[Start of Attachment]

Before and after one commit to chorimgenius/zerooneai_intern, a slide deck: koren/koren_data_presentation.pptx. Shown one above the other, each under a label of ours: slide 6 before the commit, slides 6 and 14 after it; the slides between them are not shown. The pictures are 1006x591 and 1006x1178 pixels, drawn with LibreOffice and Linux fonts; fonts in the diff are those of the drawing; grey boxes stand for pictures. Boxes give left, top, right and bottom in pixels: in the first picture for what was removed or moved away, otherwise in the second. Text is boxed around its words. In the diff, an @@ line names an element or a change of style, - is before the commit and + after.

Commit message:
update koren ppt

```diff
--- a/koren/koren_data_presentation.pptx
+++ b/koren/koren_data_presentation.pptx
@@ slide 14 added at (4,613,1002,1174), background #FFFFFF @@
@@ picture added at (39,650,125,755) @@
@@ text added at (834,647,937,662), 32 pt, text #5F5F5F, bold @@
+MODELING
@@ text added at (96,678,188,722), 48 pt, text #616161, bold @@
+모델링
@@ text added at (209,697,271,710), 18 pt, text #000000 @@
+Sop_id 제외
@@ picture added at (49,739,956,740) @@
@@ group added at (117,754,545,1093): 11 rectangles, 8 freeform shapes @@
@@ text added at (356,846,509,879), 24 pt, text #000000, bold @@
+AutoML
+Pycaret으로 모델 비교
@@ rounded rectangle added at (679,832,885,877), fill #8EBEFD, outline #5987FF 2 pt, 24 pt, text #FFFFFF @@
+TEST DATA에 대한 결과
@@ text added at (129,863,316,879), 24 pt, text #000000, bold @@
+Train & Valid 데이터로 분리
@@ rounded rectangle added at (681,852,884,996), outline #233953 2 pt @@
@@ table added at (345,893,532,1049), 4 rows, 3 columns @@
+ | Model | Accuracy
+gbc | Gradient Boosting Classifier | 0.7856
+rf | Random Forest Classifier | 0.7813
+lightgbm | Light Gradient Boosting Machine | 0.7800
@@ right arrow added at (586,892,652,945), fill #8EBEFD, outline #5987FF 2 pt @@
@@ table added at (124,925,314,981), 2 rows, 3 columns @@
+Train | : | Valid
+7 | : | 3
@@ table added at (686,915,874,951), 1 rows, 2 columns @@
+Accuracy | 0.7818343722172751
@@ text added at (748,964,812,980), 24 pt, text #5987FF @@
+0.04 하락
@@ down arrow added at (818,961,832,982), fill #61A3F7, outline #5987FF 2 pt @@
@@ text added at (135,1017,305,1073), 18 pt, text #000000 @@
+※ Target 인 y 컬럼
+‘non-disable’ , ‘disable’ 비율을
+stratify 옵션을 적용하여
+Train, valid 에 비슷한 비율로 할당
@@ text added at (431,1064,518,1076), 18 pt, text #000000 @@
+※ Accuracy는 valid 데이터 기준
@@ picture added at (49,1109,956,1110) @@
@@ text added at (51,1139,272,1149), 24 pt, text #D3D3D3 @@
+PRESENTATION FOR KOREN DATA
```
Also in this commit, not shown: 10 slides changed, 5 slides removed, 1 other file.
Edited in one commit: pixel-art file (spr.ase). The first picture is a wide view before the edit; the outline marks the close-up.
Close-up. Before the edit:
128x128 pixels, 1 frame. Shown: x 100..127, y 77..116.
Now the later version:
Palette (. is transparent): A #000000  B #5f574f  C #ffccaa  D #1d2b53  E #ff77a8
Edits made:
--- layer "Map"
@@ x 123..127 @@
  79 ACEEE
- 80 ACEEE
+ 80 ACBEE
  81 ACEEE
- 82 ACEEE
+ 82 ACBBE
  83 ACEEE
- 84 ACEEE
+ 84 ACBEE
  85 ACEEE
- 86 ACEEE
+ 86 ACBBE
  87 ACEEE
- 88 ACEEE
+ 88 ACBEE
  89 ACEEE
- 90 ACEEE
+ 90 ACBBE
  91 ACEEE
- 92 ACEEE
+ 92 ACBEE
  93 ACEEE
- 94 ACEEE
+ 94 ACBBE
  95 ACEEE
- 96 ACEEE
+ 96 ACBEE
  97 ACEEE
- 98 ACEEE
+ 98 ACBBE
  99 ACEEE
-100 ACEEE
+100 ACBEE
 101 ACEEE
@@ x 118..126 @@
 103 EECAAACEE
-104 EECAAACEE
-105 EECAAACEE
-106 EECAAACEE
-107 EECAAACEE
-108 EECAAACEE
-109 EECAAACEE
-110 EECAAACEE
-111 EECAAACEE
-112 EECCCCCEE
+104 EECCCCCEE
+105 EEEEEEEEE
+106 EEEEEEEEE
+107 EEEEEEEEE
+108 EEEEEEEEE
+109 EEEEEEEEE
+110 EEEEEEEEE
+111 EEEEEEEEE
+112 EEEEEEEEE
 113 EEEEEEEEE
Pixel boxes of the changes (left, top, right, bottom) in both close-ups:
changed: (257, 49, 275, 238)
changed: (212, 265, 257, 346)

[End of Attachment]

» **TASK GOAL**
Line by line, set down the material exactly as given.

» **ANSWER FOR THIS EXERCISE**
Before and after one commit to chorimgenius/zerooneai_intern, a slide deck: koren/koren_data_presentation.pptx. Shown one above the other, each under a label of ours: slide 6 before the commit, slides 6 and 14 after it; the slides between them are not shown. The pictures are 1006x591 and 1006x1178 pixels, drawn with LibreOffice and Linux fonts; fonts in the diff are those of the drawing; grey boxes stand for pictures. Boxes give left, top, right and bottom in pixels: in the first picture for what was removed or moved away, otherwise in the second. Text is boxed around its words. In the diff, an @@ line names an element or a change of style, - is before the commit and + after.

Commit message:
update koren ppt

```diff
--- a/koren/koren_data_presentation.pptx
+++ b/koren/koren_data_presentation.pptx
@@ slide 14 added at (4,613,1002,1174), background #FFFFFF @@
@@ picture added at (39,650,125,755) @@
@@ text added at (834,647,937,662), 32 pt, text #5F5F5F, bold @@
+MODELING
@@ text added at (96,678,188,722), 48 pt, text #616161, bold @@
+모델링
@@ text added at (209,697,271,710), 18 pt, text #000000 @@
+Sop_id 제외
@@ picture added at (49,739,956,740) @@
@@ group added at (117,754,545,1093): 11 rectangles, 8 freeform shapes @@
@@ text added at (356,846,509,879), 24 pt, text #000000, bold @@
+AutoML
+Pycaret으로 모델 비교
@@ rounded rectangle added at (679,832,885,877), fill #8EBEFD, outline #5987FF 2 pt, 24 pt, text #FFFFFF @@
+TEST DATA에 대한 결과
@@ text added at (129,863,316,879), 24 pt, text #000000, bold @@
+Train & Valid 데이터로 분리
@@ rounded rectangle added at (681,852,884,996), outline #233953 2 pt @@
@@ table added at (345,893,532,1049), 4 rows, 3 columns @@
+ | Model | Accuracy
+gbc | Gradient Boosting Classifier | 0.7856
+rf | Random Forest Classifier | 0.7813
+lightgbm | Light Gradient Boosting Machine | 0.7800
@@ right arrow added at (586,892,652,945), fill #8EBEFD, outline #5987FF 2 pt @@
@@ table added at (124,925,314,981), 2 rows, 3 columns @@
+Train | : | Valid
+7 | : | 3
@@ table added at (686,915,874,951), 1 rows, 2 columns @@
+Accuracy | 0.7818343722172751
@@ text added at (748,964,812,980), 24 pt, text #5987FF @@
+0.04 하락
@@ down arrow added at (818,961,832,982), fill #61A3F7, outline #5987FF 2 pt @@
@@ text added at (135,1017,305,1073), 18 pt, text #000000 @@
+※ Target 인 y 컬럼
+‘non-disable’ , ‘disable’ 비율을
+stratify 옵션을 적용하여
+Train, valid 에 비슷한 비율로 할당
@@ text added at (431,1064,518,1076), 18 pt, text #000000 @@
+※ Accuracy는 valid 데이터 기준
@@ picture added at (49,1109,956,1110) @@
@@ text added at (51,1139,272,1149), 24 pt, text #D3D3D3 @@
+PRESENTATION FOR KOREN DATA
```
Also in this commit, not shown: 10 slides changed, 5 slides removed, 1 other file.
Edited in one commit: pixel-art file (spr.ase). The first picture is a wide view before the edit; the outline marks the close-up.
Close-up. Before the edit:
128x128 pixels, 1 frame. Shown: x 100..127, y 77..116.
Now the later version:
Palette (. is transparent): A #000000  B #5f574f  C #ffccaa  D #1d2b53  E #ff77a8
Edits made:
--- layer "Map"
@@ x 123..127 @@
  79 ACEEE
- 80 ACEEE
+ 80 ACBEE
  81 ACEEE
- 82 ACEEE
+ 82 ACBBE
  83 ACEEE
- 84 ACEEE
+ 84 ACBEE
  85 ACEEE
- 86 ACEEE
+ 86 ACBBE
  87 ACEEE
- 88 ACEEE
+ 88 ACBEE
  89 ACEEE
- 90 ACEEE
+ 90 ACBBE
  91 ACEEE
- 92 ACEEE
+ 92 ACBEE
  93 ACEEE
- 94 ACEEE
+ 94 ACBBE
  95 ACEEE
- 96 ACEEE
+ 96 ACBEE
  97 ACEEE
- 98 ACEEE
+ 98 ACBBE
  99 ACEEE
-100 ACEEE
+100 ACBEE
 101 ACEEE
@@ x 118..126 @@
 103 EECAAACEE
-104 EECAAACEE
-105 EECAAACEE
-106 EECAAACEE
-107 EECAAACEE
-108 EECAAACEE
-109 EECAAACEE
-110 EECAAACEE
-111 EECAAACEE
-112 EECCCCCEE
+104 EECCCCCEE
+105 EEEEEEEEE
+106 EEEEEEEEE
+107 EEEEEEEEE
+108 EEEEEEEEE
+109 EEEEEEEEE
+110 EEEEEEEEE
+111 EEEEEEEEE
+112 EEEEEEEEE
 113 EEEEEEEEE
Pixel boxes of the changes (left, top, right, bottom) in both close-ups:
changed: (257, 49, 275, 238)
changed: (212, 265, 257, 346)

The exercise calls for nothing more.